**Problem to work on:** Across the data below, how many lines hold "added"? Answer with that number and nothing else.
- - -
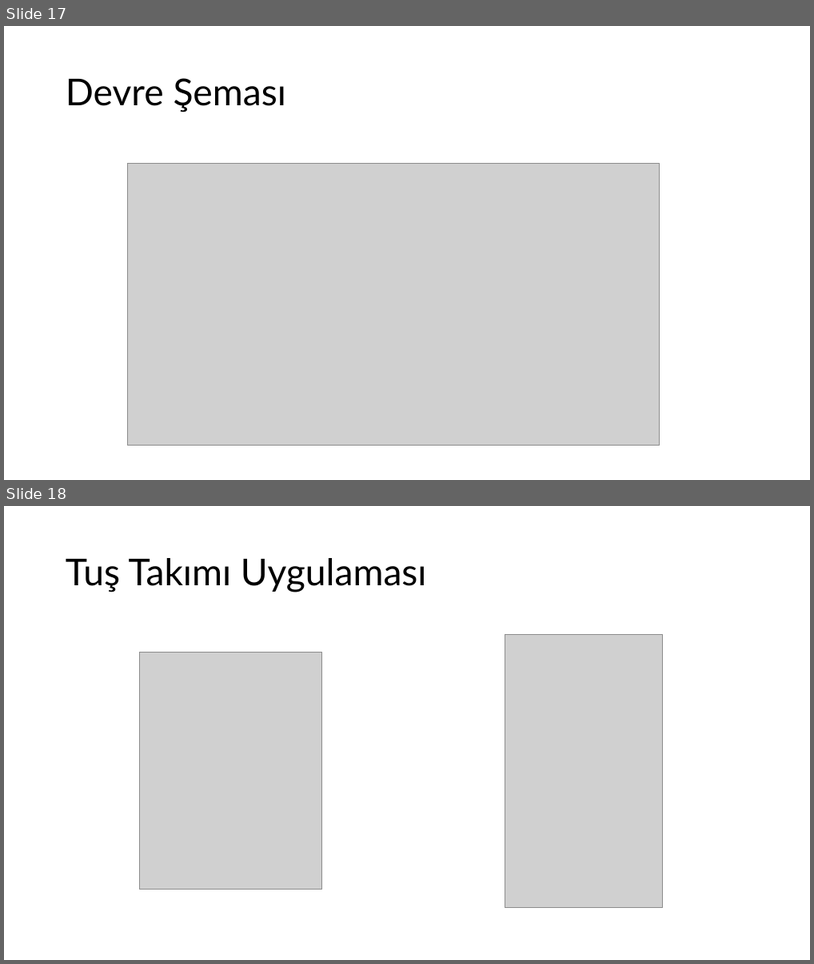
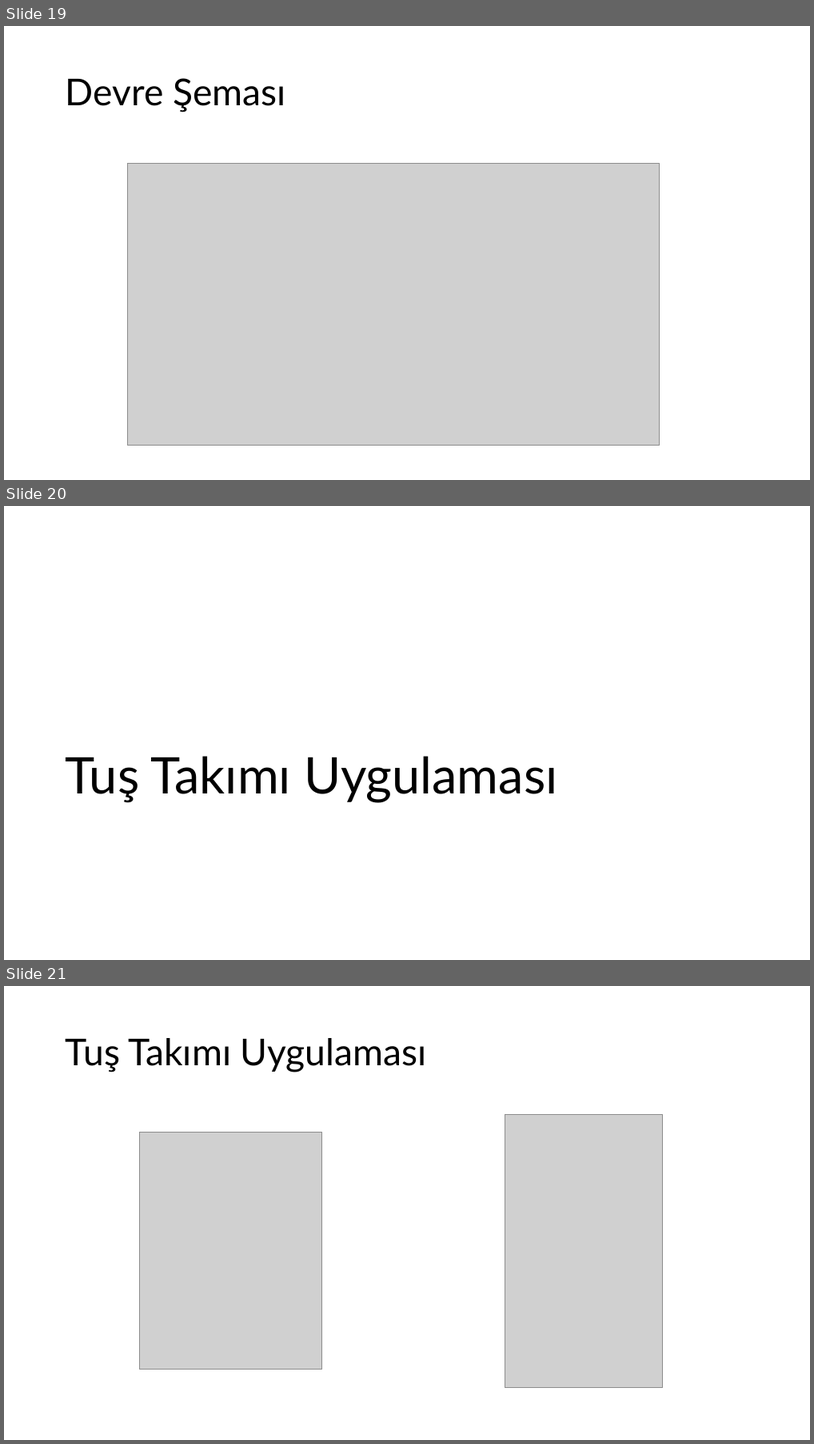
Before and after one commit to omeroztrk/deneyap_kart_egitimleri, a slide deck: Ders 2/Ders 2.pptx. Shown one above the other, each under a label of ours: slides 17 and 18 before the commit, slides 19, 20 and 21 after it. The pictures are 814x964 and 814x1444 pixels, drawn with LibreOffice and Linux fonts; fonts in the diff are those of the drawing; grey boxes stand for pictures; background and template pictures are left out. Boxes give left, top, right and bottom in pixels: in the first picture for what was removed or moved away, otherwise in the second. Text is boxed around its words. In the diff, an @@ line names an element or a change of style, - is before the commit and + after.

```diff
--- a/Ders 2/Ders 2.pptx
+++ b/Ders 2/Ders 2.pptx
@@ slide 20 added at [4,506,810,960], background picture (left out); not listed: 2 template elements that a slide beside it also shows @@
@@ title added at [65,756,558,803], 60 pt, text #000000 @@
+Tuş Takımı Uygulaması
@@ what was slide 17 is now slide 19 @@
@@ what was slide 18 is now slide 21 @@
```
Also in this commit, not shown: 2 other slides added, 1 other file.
- - -
**Response to the task:** 3